(Beginning of EXERCISE MATERIALS)
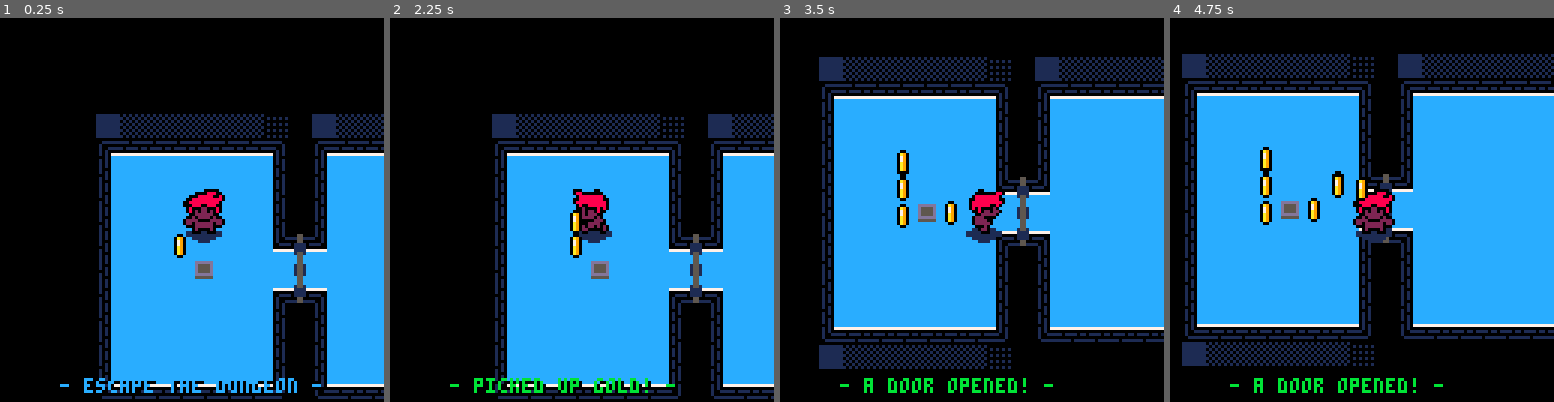
Above: before the commit, frames 1-4 (left to right).
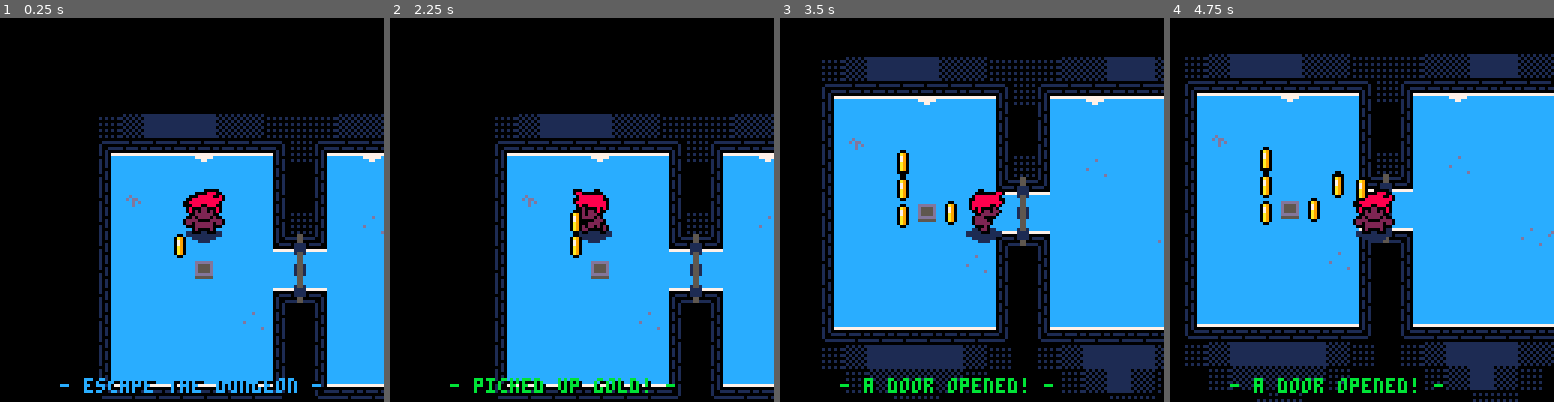
Above: after the commit, the same moments.

Repository: Kiyotoko/gamejam
Game: PICO-8 cartridge game.p8
The game is run twice, just before and just after one commit, with the same random seed, the same clock (stepped at 60 frames per second) and the same inputs.
Inputs:
- Up to frame 1 (0.25 s): no input
- Up to frame 2 (2.25 s): tap O (Z key) at 0.33, 0.7, 1.43, 2.22 s; tap X (X key) at 1.07, 2.07 s; hold Left from 1.97 s (still down)
- Up to frame 3 (3.5 s): release Left at 2.37 s; tap X (X key) every 0.33 s from 2.4 to 3.4 s; hold Down 2.42-2.82 s; hold Right from 2.87 s (still down); tap O (Z key) at 3.1 s
- Up to frame 4 (4.75 s): release Right at 3.53 s; hold Up 3.58-4.08 s; tap X (X key) every 0.33 s from 3.73 to 4.73 s; tap O (Z key) at 3.98 s; hold Right 4.13-4.53 s; hold Down from 4.58 s (still down)

The runs differ from the first frame. In frame 1, 1.6% of the frame differs, in the area x 25-100%, y 25-82%; in frame 2, 1.6%; in frame 3, 6.2%; in frame 4, 6.8%, in the area x 3-100%, y 9-100%.

Commit message:
map updated

Diff:
--- a/game.p8
+++ b/game.p8
@@ -126,21 +126,23 @@
 cccccccccccccccccccccccccccccccccccccccccccccccccccccccccccccccccccccccccccccccccccccccccccccccccccccccccccccccccccccccccccccccc
 __gff__
 0000000000000000000000000000000000000000000000000000000000000000000000000000000000000000000000000000000000000000000000000000000000000000000000000000000001000000000000000000000000000000000000000000000000000000000000000000000000000000000000000000000000020000
-0100000000000000000000000000000000000000000000000000000000000000000000000000000000000000000000000000000000000000000000000000000001000101010100010101010101010101010101010101010001000000000000000000000000000000000000000000000000000000000000000000000000000000
+0100000000000000000000000000000001010000000000000000000000000000000000000000000000000000000000000000000000000000000000000000000001000101010100010101010101010101010101010101010001000000000000000000000000000000000000000000000000000000000000000000000000000000
 __map__
-8d8e8e8e8e8e8e8f9b8d8e8e8e8e8e8e8f000000000000000000000000000000000000000000000000000000000000000000000000000000000000000000000000000000000000000000000000000000000000000000000000000000000000000000000000000000000000000000000000000000000000000000000000000000
-82838383838383849b8283838383838384000000000000000000000000000000000000000000000000000000000000000000000000000000000000000000000000000000000000000000000000000000000000000000000000000000000000000000000000000000000000000000000000000000000000000000000000000000
+8f8e8d8d8d8e8e8f8f8f8e8e8d8d8e8e8f000000000000000000000000000000000000000000000000000000000000000000000000000000000000000000000000000000000000000000000000000000000000000000000000000000000000000000000000000000000000000000000000000000000000000000000000000000
+82838383938383848f8283938383838384000000000000000000000000000000000000000000000000000000000000000000000000000000000000000000000000000000000000000000000000000000000000000000000000000000000000000000000000000000000000000000000000000000000000000000000000000000
 81808080808080859b8180808080808085000000000000000000000000000000000000000000000000000000000000000000000000000000000000000000000000000000000000000000000000000000000000000000000000000000000000000000000000000000000000000000000000000000000000000000000000000000
-81808080808080859b8180808080808085000000009090909000000000000000000000000000000000000000000000000000000000000000000000000000000000000000000000000000000000000000000000000000000000000000000000000000000000000000000000000000000000000000000000000000000000000000
-81808080808080859b8180808080808085909090909090909000000000000000000000000000000000000000000000000000000000000000000000000000000000000000000000000000000000000000000000000000000000000000000000000000000000000000000000000000000000000000000000000000000000000000
+81918080808080859b8180808080808085000000009090909000000000000000000000000000000000000000000000000000000000000000000000000000000000000000000000000000000000000000000000000000000000000000000000000000000000000000000000000000000000000000000000000000000000000000
+81808080808080858f8180908080808085909090909090909000000000000000000000000000000000000000000000000000000000000000000000000000000000000000000000000000000000000000000000000000000000000000000000000000000000000000000000000000000000000000000000000000000000000000
 8180808080808089a38a80808080808085909090909090909000000000000000000000000000000000000000000000000000000000000000000000000000000000000000000000000000000000000000000000000000000000000000000000000000000000000000000000000000000000000000000000000000000000000000
 81808080c0808080a08080808080808085909090909090909000000000000000000000000000000000000000000000000000000000000000000000000000000000000000000000000000000000000000000000000000000000000000000000000000000000000000000000000000000000000000000000000000000000000000
-818080808080808ba78c80808080808085900000009090909000000000000000000000000000000000000000000000000000000000000000000000000000000000000000000000000000000000000000000000000000000000000000000000000000000000000000000000000000000000000000000000000000000000000000
-8180808080808085008180808080808085000000000000000000000000000000000000000000000000000000000000000000000000000000000000000000000000000000000000000000000000000000000000000000000000000000000000000000000000000000000000000000000000000000000000000000000000000000
+818080808080808ba78c80808080909185900000009090909000000000000000000000000000000000000000000000000000000000000000000000000000000000000000000000000000000000000000000000000000000000000000000000000000000000000000000000000000000000000000000000000000000000000000
+8180808080809085008180808080808085000000000000000000000000000000000000000000000000000000000000000000000000000000000000000000000000000000000000000000000000000000000000000000000000000000000000000000000000000000000000000000000000000000000000000000000000000000
 8180808080808085008180808080808085000000000000000000000000000000000000000000000000000000000000000000000000000000000000000000000000000000000000000000000000000000000000000000000000000000000000000000000000000000000000000000000000000000000000000000000000000000
 8180808080808085008180808080808085000000000000000000000000000000000000000000000000000000000000000000000000000000000000000000000000000000000000000000000000000000000000000000000000000000000000000000000000000000000000000000000000000000000000000000000000000000
 8687878787878788008687878787878788000000000000000000000000000000000000000000000000000000000000000000000000000000000000000000000000000000000000000000000000000000000000000000000000000000000000000000000000000000000000000000000000000000000000000000000000000000
-8d8e8e8e8e8e8e8f0000004e4e4e4e4e00000000000000000000000000000000000000000000000000000000000000000000000000000000000000000000000000000000000000000000000000000000000000000000000000000000000000000000000000000000000000000000000000000000000000000000000000000000
+8f8e8d8d8d8d8e8f008f8e8d8d8d8e8e8f000000000000000000000000000000000000000000000000000000000000000000000000000000000000000000000000000000000000000000000000000000000000000000000000000000000000000000000000000000000000000000000000000000000000000000000000000000
+008f8e8e8e8e8f0000008f8e8d8e8f0000000000000000000000000000000000000000000000000000000000000000000000000000000000000000000000000000000000000000000000000000000000000000000000000000000000000000000000000000000000000000000000000000000000000000000000000000000000
+0000008f8f000000000000008f8f000000000000000000000000000000000000000000000000000000000000000000000000000000000000000000000000000000000000000000000000000000000000000000000000000000000000000000000000000000000000000000000000000000000000000000000000000000000000
(End of EXERCISE MATERIALS)
Could you reproduce, exactly, every line above from the line with "Repository: Kiyotoko/gamejam" to the line with "- Up to frame 1 (0.25 s): no input", and no other line? Both ends count.

Repository: Kiyotoko/gamejam
Game: PICO-8 cartridge game.p8
The game is run twice, just before and just after one commit, with the same random seed, the same clock (stepped at 60 frames per second) and the same inputs.
Inputs:
- Up to frame 1 (0.25 s): no input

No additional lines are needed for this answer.